Отступник поручил управление кораблем невольнику-французу, хорошо знающему это дело, а сам занялся прежде всего доньей Теодорой и привел ее в чувство. Потом ему удалось разными снадобьями вывести из оцепенения и двух раненых мужчин. Вдова Сифуэнтеса, упавшая в обморок при ударе, нанесенном дону Хуану, была крайне удивлена, увидя рядом с собой дона Фадрике. Она поняла, что Мендоса ранил себя с горя оттого, что чуть не убил своего друга, и тем не менее не могла относиться к нему иначе, как к убийце любимого ею человека.

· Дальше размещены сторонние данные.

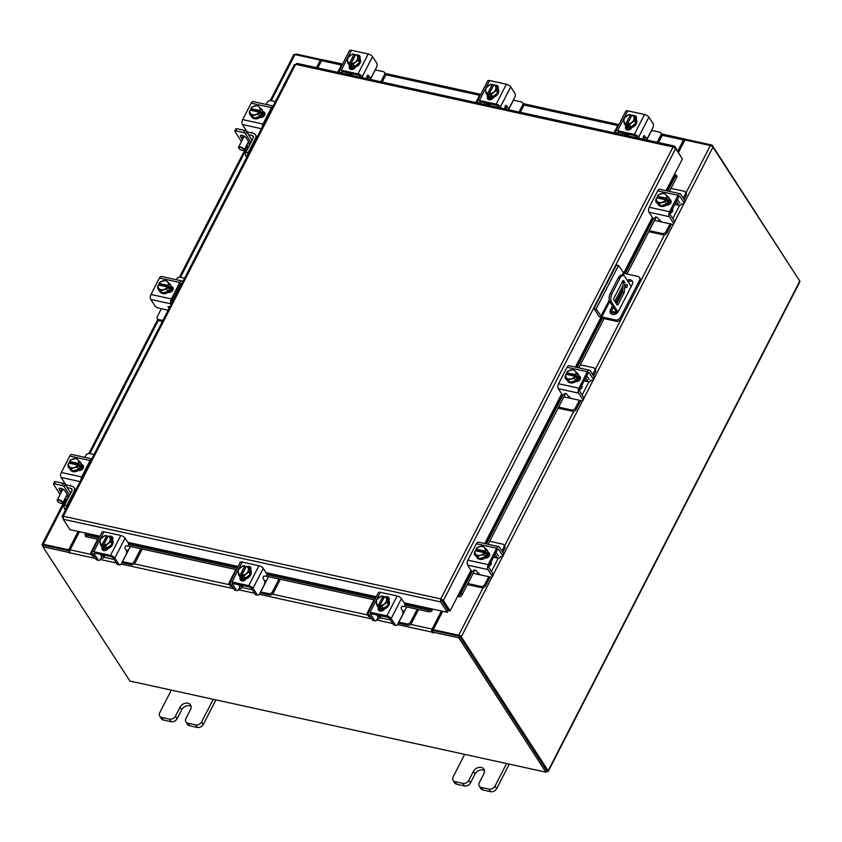 <?xml version="1.0" encoding="UTF-8"?>
<svg xmlns="http://www.w3.org/2000/svg" width="842" height="842" viewBox="0 0 842 842"><rect width="100%" height="100%" fill="white"/><g stroke="black" fill="none" stroke-linecap="round" stroke-linejoin="round"><path stroke-width="1.26" d="M594.01 308.582L598.778 315.939A3.263 1.274 -152.8 0 0 602.651 318.308L616.355 321.307L615.47 319.949L601.767 316.95L596.104 309.035L594.01 308.582L616.376 265.051L618.47 265.514L624.143 273.418L623.091 275.46M615.47 319.949A3.915 2.979 -33 0 0 620.386 317.466L639.467 280.344A3.915 2.979 -33 0 0 639.478 277.492L640.362 278.86A3.915 2.979 147 0 1 640.352 281.702L621.27 318.823A3.915 2.979 147 0 1 616.355 321.307M639.478 277.492A3.915 2.979 -33 0 0 637.847 276.418L624.143 273.418M596.104 309.035L618.47 265.514M613.397 307.204L611.408 311.077A4.705 3.579 -33 0 0 611.05 313.75M632.584 281.807A4.705 3.579 -33 0 0 628.027 281.544M622.817 288.88L615.681 302.762M612.513 305.835L610.524 309.719A4.705 3.579 -33 0 0 610.503 313.129A4.705 3.579 -33 0 0 614.428 314.403A4.705 3.579 -33 0 0 618.375 311.435L632.237 284.48A4.705 3.579 -33 0 0 632.247 281.06A4.705 3.579 -33 0 0 627.143 280.186M623.048 285.354L614.797 301.394M625.985 285.28A1.568 0.81 102.4 0 0 626.206 287.659A1.568 0.81 102.4 0 0 627.09 286.985A1.568 0.81 102.4 0 0 626.88 284.596A1.568 0.81 102.4 0 0 625.985 285.28M610.987 312.308L616.502 313.508M631.216 286.459L624.785 276.534A6.262 3.242 102.4 0 0 623.49 275.545A6.262 3.242 102.4 0 0 619.933 278.26L612.018 293.658A6.262 3.242 102.4 0 0 611.597 302.204L617.986 312.066M611.25 311.424L616.565 312.34L609.913 301.836A6.262 3.242 -77.6 0 1 610.345 293.29L612.018 293.658M619.933 278.26L618.26 277.892L610.345 293.29M624.932 282.512L624.28 292.437L618.175 304.32A1.558 0.8 -77.6 0 1 617.291 304.993A1.558 0.8 -77.6 0 1 616.965 304.751L613.934 300.057A1.558 0.8 -77.6 0 1 614.039 297.942L622.627 281.228A1.558 0.8 -77.6 0 1 623.501 280.554A1.558 0.8 -77.6 0 1 623.827 280.807L624.932 282.512L623.259 282.144L622.606 292.069L616.491 303.951L618.175 304.32M622.638 281.196L623.259 282.144M618.26 277.892A6.262 3.242 -77.6 0 1 621.806 275.176L623.49 275.545M624.28 292.437L622.606 292.069M649.266 230.676L662.296 233.529A3.01 2.294 -33 0 0 666.075 231.613L666.917 232.908L670.927 225.109A4.642 2.4 102.4 0 0 671.358 224.088M666.075 231.613L670.085 223.814A2.252 1.168 -77.6 0 1 670.085 223.814L658.36 221.246L660.044 219.972M666.917 232.908A3.01 2.294 147 0 1 663.138 234.823L662.296 233.529M648.75 231.676L663.138 234.823M683.304 198.102L685.283 194.249A3.01 2.294 -33 0 0 685.293 192.06A3.01 2.294 -33 0 0 684.03 191.229L671 188.376M675.116 203.88L678.526 204.617L676.389 201.406M678.526 204.617A4.642 2.4 102.4 0 0 679.483 205.353A4.642 2.4 102.4 0 0 681.936 203.669M684.136 199.396L686.125 195.544L685.283 194.249M679.999 203.027A2.252 1.168 -77.6 0 1 679.526 202.669L677.452 199.47A4.389 2.273 102.4 0 0 677.41 199.407M685.293 192.06L686.135 193.355A3.01 2.294 147 0 1 686.125 195.544M654.539 220.404L658.36 221.246M666.864 195.818A6.262 4.768 147 0 1 668.453 197.196L668.895 197.881A6.262 4.768 147 0 1 668.874 202.438A6.262 4.768 147 0 1 663.612 206.395A6.262 4.768 147 0 1 658.381 204.69L657.939 204.017A6.262 4.768 147 0 1 657.349 202.269M669.053 199.122A6.262 4.768 147 0 1 668.432 201.754A6.262 4.768 147 0 1 666.506 204.09M666.327 204.238A6.262 4.768 147 0 1 660.654 205.753M660.465 205.711A6.262 4.768 147 0 1 657.939 204.017M668.453 197.196A6.262 4.768 147 0 1 669.043 198.912M670.295 200.649A6.262 4.768 147 0 1 669.716 203.732A6.262 4.768 147 0 1 669.243 204.511M670.6 200.743A6.262 4.768 147 0 1 670.642 203.143M670.327 213.236A3.136 2.389 -33 0 0 672.442 211.405A3.136 2.389 -33 0 0 672.453 209.121L672.432 209.1M669.106 199.017L667.601 196.691L666.506 198.27L667.39 199.628L666.601 201.164L665.717 199.807L664.938 201.87L666.454 204.196L669.106 199.017L667.601 196.681L664.349 193.092L658.444 194.681A6.326 4.82 147 0 1 658.444 194.681L657.349 196.26L658.223 197.617L667.39 199.628M666.443 204.206A6.326 4.82 -33 0 0 666.454 204.196L664.938 201.87L659.023 203.459L660.528 205.785L666.443 204.206M659.023 203.459L655.771 199.87L660.528 205.785M655.771 199.859A6.326 4.82 -33 0 0 655.771 199.87L656.602 197.796L665.643 199.775A5.494 4.178 147 0 1 662.075 202.333M665.948 194.786A5.494 4.178 147 0 1 666.432 198.238L666.506 198.27M661.496 193.555A5.494 4.178 147 0 1 665.664 194.46M666.432 198.238L657.349 196.26M661.538 202.48A5.494 4.178 147 0 1 657.37 201.564M657.086 201.238A5.494 4.178 147 0 1 656.602 197.796M657.392 196.249A5.494 4.178 147 0 1 660.959 193.692M669.453 199.354A3.526 2.684 147 0 1 670.811 200.291A3.526 2.684 147 0 1 670.8 202.859A3.526 2.684 147 0 1 666.496 205.122M682.473 203.785A3.136 1.221 -152.8 0 0 684.157 203.511A3.136 1.221 -152.8 0 0 683.988 202.659L684.988 200.712L680.831 194.302A3.631 1.884 102.4 0 0 680.083 193.723A3.631 1.884 102.4 0 0 678.021 195.302L669.579 211.721A3.631 1.884 102.4 0 0 669.327 216.678L673.484 223.088L674.484 221.13A3.136 1.221 27.2 0 1 674.653 221.993L673.653 223.94A3.136 1.221 -152.8 0 1 671.969 224.214L662.791 222.204A3.136 1.221 -152.8 0 1 659.065 219.93L657.907 218.141A1.505 0.589 27.2 0 0 656.518 217.162A1.505 0.589 27.2 0 0 655.318 217.173A1.505 0.589 27.2 0 0 655.297 217.215L654.971 218.32A1.505 0.589 27.2 0 1 654.95 218.362A1.505 0.589 27.2 0 1 654.15 218.488A1.505 0.589 27.2 0 1 652.361 217.394L623.659 273.229M674.484 221.13L670.337 214.731A1.252 0.653 -77.6 0 1 670.421 213.015L678.862 196.596A1.252 0.653 -77.6 0 1 679.568 196.049A1.252 0.653 -77.6 0 1 679.831 196.249L683.988 202.659M678.021 195.302L657.697 190.85L649.256 207.269L669.579 211.721M657.697 190.85A3.631 1.884 -77.6 0 1 659.76 189.271L680.083 193.723M669.327 216.678L649.003 212.226L652.361 217.394M649.003 212.226A3.631 1.884 -77.6 0 1 649.256 207.269M657.528 203.154A3.526 2.684 147 0 1 656.086 202.196A3.526 2.684 147 0 1 655.907 200.07M657.602 198.017A3.526 2.684 147 0 1 658.181 197.702M673.653 223.94A3.136 1.221 -152.8 0 0 673.484 223.088M684.988 200.712A3.136 1.221 27.2 0 1 685.156 201.564L684.157 203.511M669.474 200.47L670.179 200.617A3.526 2.684 147 0 1 671.106 201.028M656.623 202.764A3.526 2.684 147 0 1 656.749 201.364M351.03 75.222A4.642 1.81 -152.8 0 0 350.872 74.927L349.756 73.201M347.767 72.77L348.883 74.485A2.252 0.884 27.2 0 1 349.009 74.78M367.565 78.843A2.252 0.884 27.2 0 1 367.312 78.527L368.007 77.19M366.901 77.885L367.312 78.527M375.164 69.875A2.252 0.884 -152.8 0 0 375.269 69.907L370.364 79.453M380.847 81.748L384.489 74.664A3.01 2.294 -33 0 0 384.499 72.475A3.01 2.294 -33 0 0 383.236 71.644L375.269 69.907M384.499 72.475L385.331 73.77A3.01 2.294 147 0 1 385.32 75.959L384.489 74.664M382.194 82.042L385.32 75.959M342.778 63.718A3.01 2.294 -33 0 0 341.315 65.213L337.684 72.296M359.25 57.614A6.262 4.768 147 0 1 359.545 58.014L359.987 58.698A6.262 4.768 147 0 1 358.86 64.823A6.262 4.768 147 0 1 352.093 67.234A6.262 4.768 147 0 1 349.462 65.518L349.356 65.339M359.545 58.014A6.262 4.768 147 0 1 359.566 62.476M359.471 62.655A6.262 4.768 147 0 1 354.724 66.413M354.514 66.465A6.262 4.768 147 0 1 351.651 66.56A6.262 4.768 147 0 1 349.441 65.36M354.156 68.655A6.262 4.768 147 0 1 352.924 68.528A6.262 4.768 147 0 1 350.44 67.002L350.746 67.486A6.262 4.768 147 0 0 353.272 69.191M359.576 62.582L359.239 57.519L357.734 55.183L358.071 60.256L359.576 62.582L354.629 66.486A6.326 4.82 -33 0 1 354.619 66.497L353.114 64.171L354.629 66.486M358.071 60.256L353.114 64.16L351.093 63.518L351.977 64.876L350.398 64.529L349.525 63.171L347.82 63.013L349.325 65.329A6.326 4.82 -33 0 0 349.335 65.339L354.619 66.497M350.009 55.54A5.494 4.178 147 0 1 354.093 54.235L352.44 54.025A6.326 4.82 -33 0 0 352.43 54.025L347.483 57.94L347.82 63.003L349.335 65.339M354.145 54.193L355.156 55.572M351.093 63.518L355.671 54.572L357.724 55.183A6.326 4.82 147 0 1 357.734 55.183M347.462 59.982A5.494 4.178 147 0 1 349.567 55.898M355.671 54.572A5.494 4.178 147 0 1 357.713 57.224M350.398 64.529L355.019 55.551M354.093 54.235L349.525 63.171M357.745 57.688A5.494 4.178 147 0 1 355.64 61.771M355.198 62.119A5.494 4.178 147 0 1 351.114 63.434M349.546 63.087A5.494 4.178 147 0 1 347.493 60.435M358.46 56.309A3.526 2.684 147 0 1 359.176 56.382A3.526 2.684 147 0 1 360.102 56.782M357.292 55.035A3.526 2.684 147 0 1 358.334 55.088A3.526 2.684 147 0 1 359.808 56.056A3.526 2.684 147 0 1 359.85 58.498M346.136 74.149L345.988 72.696A1.505 0.779 -77.6 0 1 345.967 72.38M341.715 71.486L342.326 73.307M366.986 78.706L366.828 77.264A1.505 0.779 -77.6 0 1 367.133 75.748A1.505 0.779 -77.6 0 1 367.965 75.127A1.505 0.779 -77.6 0 1 368.28 75.37L369.438 77.159A3.136 1.621 102.4 0 0 370.091 77.653L368.101 77.222A3.136 1.621 -77.6 0 1 367.449 76.727L367.007 76.033M361.186 77.443L358.829 75.191L342.062 71.517L341.463 71.97M347.472 58.066L341.231 70.223L357.987 73.896L368.228 53.983A3.631 1.421 27.2 0 1 372.543 56.624L376.7 63.034A3.136 1.621 102.4 0 1 376.479 67.307L371.859 76.296A3.136 1.621 102.4 0 1 370.091 77.653M341.231 70.223A3.631 1.421 -152.8 0 0 339.273 70.539A3.631 1.421 -152.8 0 0 339.473 71.538L340.336 72.875M372.543 56.624L362.313 76.538L363.176 77.874M362.313 76.538A3.631 1.421 -152.8 0 0 357.987 73.896M355.492 66.992L355.356 67.255A3.526 2.684 147 0 1 352.398 69.476A3.526 2.684 147 0 1 349.451 68.528A3.526 2.684 147 0 1 349.462 65.971L349.598 65.708M339.273 70.539L349.514 50.625A3.631 1.421 27.2 0 1 351.461 50.309L368.228 53.983M349.998 69.097A3.526 2.684 147 0 1 350.304 67.265L350.619 66.644M627.374 135.73A4.642 1.81 -152.8 0 0 627.206 135.436L626.09 133.72M624.101 133.278L625.217 135.004A2.252 0.884 27.2 0 1 625.353 135.288M643.898 139.351A2.252 0.884 27.2 0 1 643.656 139.046L644.341 137.709M643.235 138.393L643.656 139.046M651.497 130.384A2.252 0.884 -152.8 0 0 651.613 130.415L646.709 139.961M657.181 142.256L660.823 135.173A3.01 2.294 -33 0 0 660.833 132.983A3.01 2.294 -33 0 0 659.57 132.162L651.613 130.415M660.833 132.983L661.675 134.278A3.01 2.294 147 0 1 661.665 136.467L660.823 135.173M658.528 142.551L661.665 136.467M619.123 124.227A3.01 2.294 -33 0 0 617.66 125.721L614.018 132.804M635.584 118.133A6.262 4.768 147 0 1 635.878 118.522L636.32 119.206A6.262 4.768 147 0 1 635.194 125.332A6.262 4.768 147 0 1 628.427 127.752A6.262 4.768 147 0 1 625.806 126.026L625.69 125.858M635.878 118.522A6.262 4.768 147 0 1 635.899 122.995M635.815 123.174A6.262 4.768 147 0 1 631.058 126.921M630.847 126.984A6.262 4.768 147 0 1 627.985 127.068A6.262 4.768 147 0 1 625.774 125.868M630.49 129.173A6.262 4.768 147 0 1 629.269 129.047A6.262 4.768 147 0 1 626.774 127.51L627.079 128.005A6.262 4.768 147 0 0 629.606 129.7M635.91 123.09L635.573 118.027L634.068 115.701L634.405 120.764L635.91 123.09L630.963 127.005A6.326 4.82 -33 0 0 630.963 127.005L629.448 124.679L630.963 127.005L625.669 125.847L624.154 123.521L623.817 118.448L628.774 114.544L630.479 114.701L631.489 116.091M634.405 120.764L629.458 124.679L627.437 124.027L632.005 115.091L634.068 115.701M627.437 124.027L628.311 125.384L626.743 125.037L625.859 123.69L624.164 123.521L625.669 125.847M626.353 116.059A5.494 4.178 147 0 1 630.437 114.744L630.479 114.701M623.806 120.49A5.494 4.178 147 0 1 625.901 116.406M632.005 115.091A5.494 4.178 147 0 1 634.047 117.743M626.743 125.037L631.353 116.059M630.437 114.744L625.859 123.69M634.079 118.196A5.494 4.178 147 0 1 631.984 122.279M631.532 122.637A5.494 4.178 147 0 1 627.448 123.942M625.88 123.606A5.494 4.178 147 0 1 623.838 120.953M634.794 116.817A3.526 2.684 147 0 1 635.51 116.891A3.526 2.684 147 0 1 636.436 117.291M633.637 115.543A3.526 2.684 147 0 1 634.668 115.596A3.526 2.684 147 0 1 636.142 116.564A3.526 2.684 147 0 1 636.194 119.006M622.48 134.657L622.322 133.204A1.505 0.779 -77.6 0 1 622.312 132.889M618.049 131.994L618.659 133.825M643.33 139.225L643.172 137.772A1.505 0.779 -77.6 0 1 643.467 136.267A1.505 0.779 -77.6 0 1 644.309 135.646A1.505 0.779 -77.6 0 1 644.614 135.878L645.772 137.667A3.136 1.621 102.4 0 0 646.424 138.162L644.435 137.73A3.136 1.621 -77.6 0 1 643.783 137.235L643.341 136.551M637.52 137.951L635.163 135.709L618.407 132.036L617.796 132.489M623.817 118.585L617.565 130.742L634.331 134.415L644.562 114.491A3.631 1.421 27.2 0 1 648.877 117.133L653.034 123.542A3.136 1.621 102.4 0 1 652.824 127.816L648.203 136.814A3.136 1.621 102.4 0 1 646.424 138.162M617.565 130.742A3.631 1.421 -152.8 0 0 615.607 131.057A3.631 1.421 -152.8 0 0 615.807 132.047L616.67 133.383M648.877 117.133L638.646 137.057L639.51 138.393M638.646 137.057A3.631 1.421 -152.8 0 0 634.331 134.415M631.826 127.51L631.689 127.773A3.526 2.684 147 0 1 628.732 129.994A3.526 2.684 147 0 1 625.795 129.036A3.526 2.684 147 0 1 625.806 126.479L625.932 126.216M615.607 131.057L625.848 111.144A3.631 1.421 27.2 0 1 627.795 110.828L644.562 114.491M626.332 129.605A3.526 2.684 147 0 1 626.637 127.773L626.953 127.163M97.683 539.28L91.125 552.036A3.01 2.294 -33 0 0 91.115 554.225A3.01 2.294 -33 0 0 92.367 555.057L94.325 556.594M101.072 558.067L101.177 558.088A4.642 1.81 -152.8 0 0 103.661 557.688A4.642 1.81 -152.8 0 0 103.419 556.415L104.092 555.088M102.303 554.699L103.419 556.415M100.314 554.257L101.429 555.983A2.252 0.884 27.2 0 1 101.545 556.604M92.367 555.057L93.483 555.299M93.209 556.351A3.01 2.294 147 0 1 91.957 555.52L91.115 554.225M126.363 550.805L128.458 550.163L122.543 561.656L130.51 563.403A3.01 2.294 -33 0 0 134.288 561.488L140.846 548.731M128.458 550.163L130.373 546.437M134.288 561.488L135.13 562.782L142.203 549.026M121.974 562.519A4.642 1.81 -152.8 0 0 123.385 562.951L131.352 564.698L130.51 563.403M135.13 562.782A3.01 2.294 147 0 1 131.352 564.698M111.797 539.112A6.262 4.768 147 0 1 112.091 539.501L112.533 540.185A6.262 4.768 147 0 1 111.407 546.311A6.262 4.768 147 0 1 104.64 548.731A6.262 4.768 147 0 1 102.008 547.005L107.166 547.984A6.326 4.82 -33 0 0 107.176 547.984L112.123 544.069L111.786 539.006L110.281 536.68L110.618 541.743L105.66 545.658L107.176 547.984M107.06 547.963A6.262 4.768 147 0 1 104.198 548.047A6.262 4.768 147 0 1 101.987 546.847M112.091 539.501A6.262 4.768 147 0 1 112.112 543.974M112.018 544.153A6.262 4.768 147 0 1 107.271 547.9M105.355 550.552A6.262 4.768 147 0 1 103.292 548.984L102.987 548.5A6.262 4.768 147 0 0 105.471 550.026A6.262 4.768 147 0 0 106.345 550.142M101.871 546.826A6.326 4.82 -33 0 0 101.882 546.826L100.366 544.5L101.882 546.826M112.123 544.069L110.618 541.743M107.166 547.984L105.66 545.658L103.64 545.006L104.524 546.363L102.945 546.016L102.071 544.669L100.377 544.5L100.03 539.427L104.976 535.523L106.692 535.68L107.702 537.07M107.744 543.616A5.494 4.178 147 0 1 103.661 544.921L108.218 536.07L110.27 536.68A6.326 4.82 147 0 1 110.281 536.68M110.291 539.175A5.494 4.178 147 0 1 108.186 543.258M102.071 544.669L102.093 544.585A5.494 4.178 147 0 1 100.04 541.932M106.692 535.68L102.093 544.585M102.945 546.016L107.566 537.038M100.009 541.469A5.494 4.178 147 0 1 102.114 537.385M102.556 537.038A5.494 4.178 147 0 1 106.639 535.722M108.218 536.07A5.494 4.178 147 0 1 110.26 538.722M102.735 550.215A3.526 2.684 147 0 1 103.04 548.384L103.166 548.142M108.029 548.489A3.526 2.684 147 0 1 103.661 550.615A3.526 2.684 147 0 1 102.187 549.647A3.526 2.684 147 0 1 102.145 547.195M119.006 564.445A3.136 1.621 102.4 0 0 119.659 564.94A3.136 1.621 102.4 0 0 121.437 563.582L126.058 554.583A3.136 1.621 102.4 0 0 126.268 550.31L125.111 548.521A1.505 0.779 -77.6 0 1 125.216 546.479A1.505 0.779 -77.6 0 1 126.026 545.816L127.531 545.995A1.505 0.779 -77.6 0 0 128.489 544.995A1.505 0.779 -77.6 0 0 128.447 543.29L125.09 538.112L114.859 558.036A3.631 1.421 -152.8 0 0 110.534 555.394L93.778 551.721A3.631 1.421 -152.8 0 0 91.82 552.036A3.631 1.421 -152.8 0 0 92.02 553.026L96.167 559.435L98.156 559.877L94.009 553.468L94.609 553.015L111.376 556.688L112.87 557.593L117.017 564.003L119.006 564.445L114.859 558.036M119.659 564.94L117.669 564.498A3.136 1.621 -77.6 0 1 117.017 564.003M98.156 559.877A3.136 1.621 102.4 0 0 98.809 560.372A3.136 1.621 102.4 0 0 100.587 559.014L102.577 555.131M110.534 555.394L120.774 535.47L104.008 531.807L100.166 539.269M120.774 535.47A3.631 1.421 27.2 0 1 125.09 538.112M91.82 552.036L102.061 532.123A3.631 1.421 27.2 0 1 104.008 531.807M109.228 536.322A3.526 2.684 147 0 1 112.544 537.175A3.526 2.684 147 0 1 112.533 539.733L112.407 539.985M98.809 560.372L96.819 559.93A3.136 1.621 -77.6 0 1 96.167 559.435M110.786 537.459A3.526 2.684 147 0 1 112.839 537.901M374.016 599.788L367.459 612.555A3.01 2.294 -33 0 0 367.449 614.734A3.01 2.294 -33 0 0 368.712 615.565L370.659 617.102M377.405 618.586L377.511 618.607A4.642 1.81 -152.8 0 0 380.005 618.196A4.642 1.81 -152.8 0 0 379.753 616.933L380.437 615.607M378.637 615.207L379.753 616.933M376.648 614.776L377.763 616.491A2.252 0.884 27.2 0 1 377.879 617.112M368.712 615.565L369.817 615.807M369.543 616.86A3.01 2.294 147 0 1 368.291 616.028L367.449 614.734M402.697 611.324L404.792 610.671L398.887 622.175L406.844 623.911A3.01 2.294 -33 0 0 410.622 622.006L417.179 609.24M404.792 610.671L406.707 606.945M410.622 622.006L411.464 623.301L418.537 609.534M398.319 623.027A4.642 1.81 -152.8 0 0 399.718 623.469L407.686 625.206L406.844 623.911M411.464 623.301A3.01 2.294 147 0 1 407.686 625.206M388.13 599.62A6.262 4.768 147 0 1 388.425 600.02L388.867 600.704A6.262 4.768 147 0 1 387.741 606.829A6.262 4.768 147 0 1 380.973 609.24A6.262 4.768 147 0 1 378.353 607.514L383.499 608.492A6.326 4.82 -33 0 0 383.51 608.492L388.457 604.588L388.12 599.515L386.615 597.188L386.952 602.262L382.005 606.166L383.51 608.492M383.394 608.471A6.262 4.768 147 0 1 380.531 608.556A6.262 4.768 147 0 1 378.321 607.366M388.425 600.02A6.262 4.768 147 0 1 388.457 604.482M388.362 604.661A6.262 4.768 147 0 1 383.605 608.419M381.689 611.06A6.262 4.768 147 0 1 379.637 609.492L379.321 609.019A6.262 4.768 147 0 0 381.815 610.534A6.262 4.768 147 0 0 382.678 610.65M378.216 607.335L376.7 605.009L378.216 607.335M388.457 604.588L386.952 602.262M383.499 608.492L381.994 606.166L379.984 605.524L380.858 606.882L379.289 606.535L378.405 605.177L376.711 605.009L376.363 599.946L381.321 596.031L383.026 596.199L384.036 597.578M384.078 604.124A5.494 4.178 147 0 1 379.995 605.44L384.552 596.578L386.615 597.188M386.625 599.693A5.494 4.178 147 0 1 384.531 603.777M378.405 605.177L378.426 605.093A5.494 4.178 147 0 1 376.385 602.44M383.026 596.199L378.426 605.093M379.289 606.535L383.899 597.546M376.353 601.977A5.494 4.178 147 0 1 378.447 597.904M378.9 597.546A5.494 4.178 147 0 1 382.984 596.231M384.552 596.578A5.494 4.178 147 0 1 386.594 599.23M379.068 610.724A3.526 2.684 147 0 1 379.374 608.892L379.5 608.65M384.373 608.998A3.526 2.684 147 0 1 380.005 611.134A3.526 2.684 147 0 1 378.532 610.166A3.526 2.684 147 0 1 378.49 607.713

Вид этих трех несчастных, пришедших в себя, представлял самое трогательное зрелище, какое только можно себе вообразить. Все трое только что находились в состоянии, близком к смерти, но сейчас они внушили еще больше жалости. Донья Теодора обращала к дону Хуану взоры, в которых отражалось смятение души, пораженной горем и отчаянием, а оба друга смотрели на нее угасающим взглядом и тяжко вздыхали.

Молчание, столь же трогательное, сколь и зловещее, прервал дон Фадрике; обращаясь к вдове Сифуэнтеса, он проговорил:

— Сударыня, перед смертью мне посчастливилось узнать, что вы освобождены от рабства; я благодарил бы небо, если бы свободой вы были обязаны мне, но небу угодно было, чтобы это стало делом рук избранника вашего сердца. Я слишком люблю своего соперника и не могу на него роптать; мне хотелось бы, чтобы удар, который я имел несчастье нанести, не помешал ему наслаждаться вашей благодарностью.

Теодора ничего на это не ответила. Ее вовсе не трогала в эту минуту печальная участь дона Фадрике; она чувствовала к нему отвращение, внушаемое ей опасным состоянием толедца.

Между тем хирург собирался осмотреть и исследовать раны. Он начал с Сарате и нашел рану его не опасной, потому что шпага, скользнув под левой грудью, не затронула ни одного важного органа. Заключение хирурга немного успокоило Теодору и очень обрадовало дона Фадрике; повернув лицо к даме, он сказал:

— Я доволен: раз мой друг вне опасности, я расстаюсь с жизнью без сожаления; я умру, не унося с собой вашей ненависти.

Он сказал это так проникновенно, что вдова Сифуэнтеса была растрогана. Она перестала опасаться за жизнь дона Хуана, поэтому и ненависть ее к дону Фадрике исчезла и она относилась теперь к нему, как к человеку, вполне достойному ее сострадания.

— Ах, Мендоса, — отвечала она ему в великодушном порыве, — позвольте, чтобы вам перевязали рану; может быть, она окажется такой же легкой, как у вашего друга. Согласитесь на лечение, которое вам предлагают. Живите! Если я не могу сделать вас счастливым, я не осчастливлю и другого. Из сострадания и дружбы к вам я не отдам своей руки дону Хуану, как хотела. Приношу вам ту же жертву, какую принес и он.